• _Material for the task_:
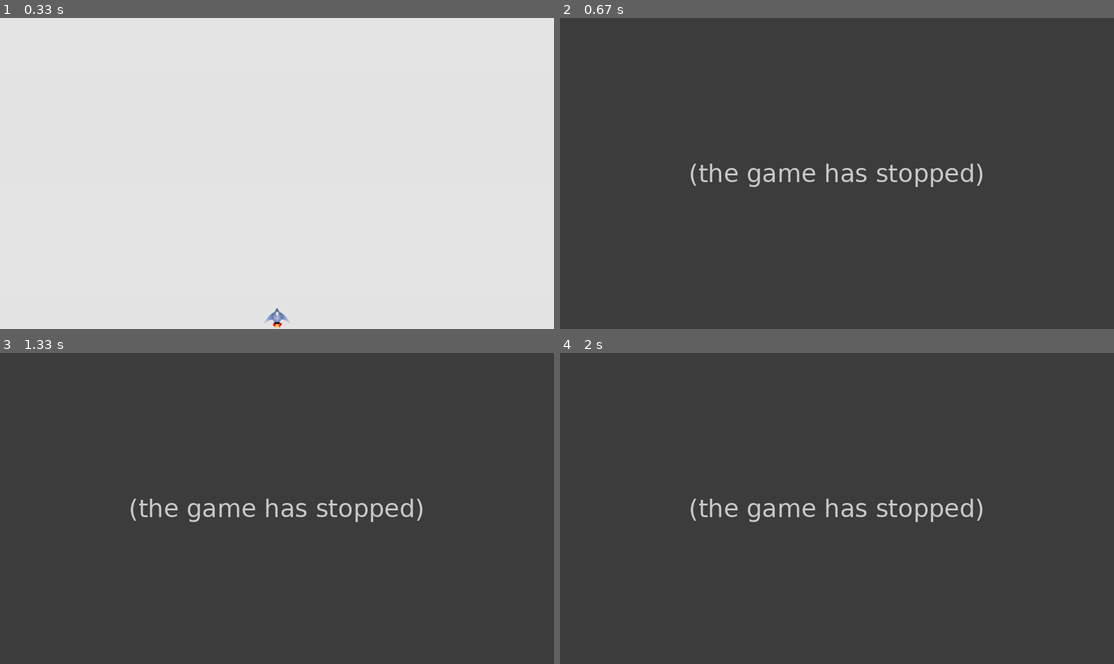
Above: before the commit, frames 1-4 (two rows, left to right).
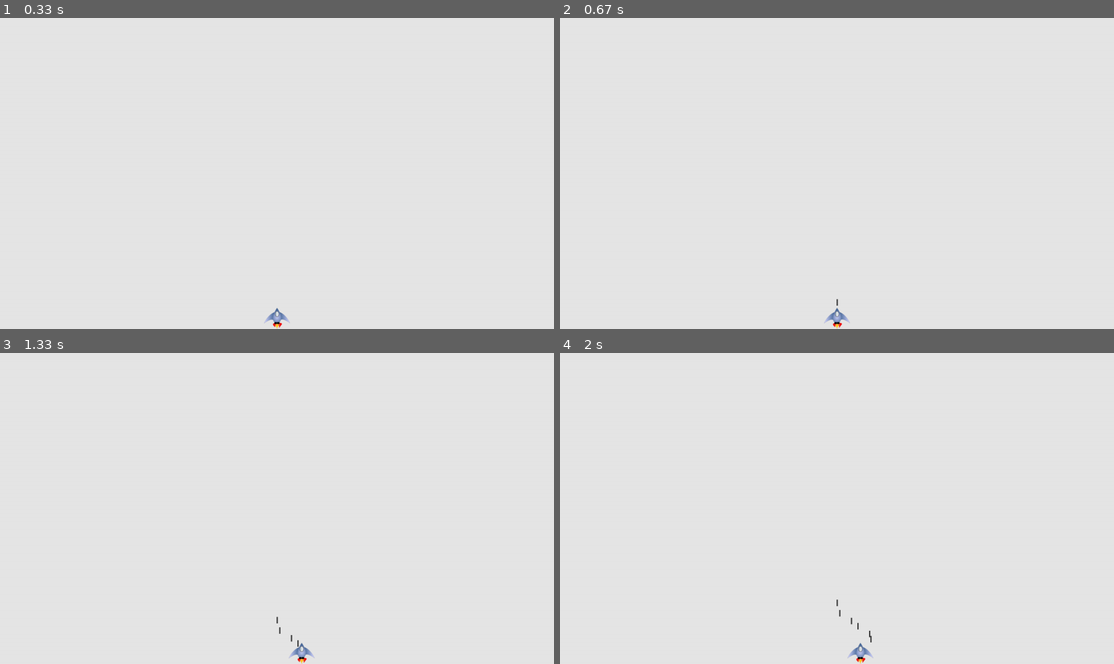
Above: after the commit, the same moments.

Repository: temakuch/ship_pygame
Game: pygame game, started from main.py
The game is run twice, just before and just after one commit, with the same random seed, the same clock (stepped at 60 frames per second) and the same inputs.
Inputs:
- Up to frame 1 (0.33 s): no input
- Up to frame 2 (0.67 s): tap Space at 0.33 s
- Up to frame 3 (1.33 s): hold Right 0.67-1.13 s; tap Space at 0.73, 1.03, 1.23 s; hold Right from 1.17 s (still down)
- Up to frame 4 (2 s): tap Space at 1.53, 1.73 s; release Right at 1.63 s; hold Left from 1.67 s (still down)

Frame 1 is identical in both runs. In frame 2, 100% of the frame differs, in the area x 0-100%, y 0-100%; in frame 3, 100%; in frame 4, 100%.
Error before the commit: AttributeError: 'Bullet' object has no attribute '_Sprite__g' (main.py line 48); the game stopped at 0.33 s (later frames are placeholders)

Commit message:
added bullets

Diff:
--- a/bullet.py
+++ b/bullet.py
@@ -1,16 +1,14 @@
 import pygame
 from pygame.sprite import Sprite
 
-
 class Bullet(Sprite):
     def __init__(self, SW):
-        super().__init__
+        super().__init__()
         self.screen = SW.screen
         self.bullet_width = 3
-        self.bullet_height = 10
+        self.bullet_height = 15
+        self.bullet_speed = 1.0
         self.bullet_color = (60, 60, 60)
-        self.bullet_speed = 1.0
-
         self.rect = pygame.Rect(0, 0, self.bullet_width, self.bullet_height)
         self.rect.midtop = SW.ship.rect.midtop
         self.y = float(self.rect.y)

• _What the task asks_: Copy out the lines beginning at the one that contains "self.bullet_color = (60, 60, 60)". Stop at the final line of the data, and include it.

• _Result below_:
         self.bullet_color = (60, 60, 60)
-        self.bullet_speed = 1.0
-
         self.rect = pygame.Rect(0, 0, self.bullet_width, self.bullet_height)
         self.rect.midtop = SW.ship.rect.midtop
         self.y = float(self.rect.y)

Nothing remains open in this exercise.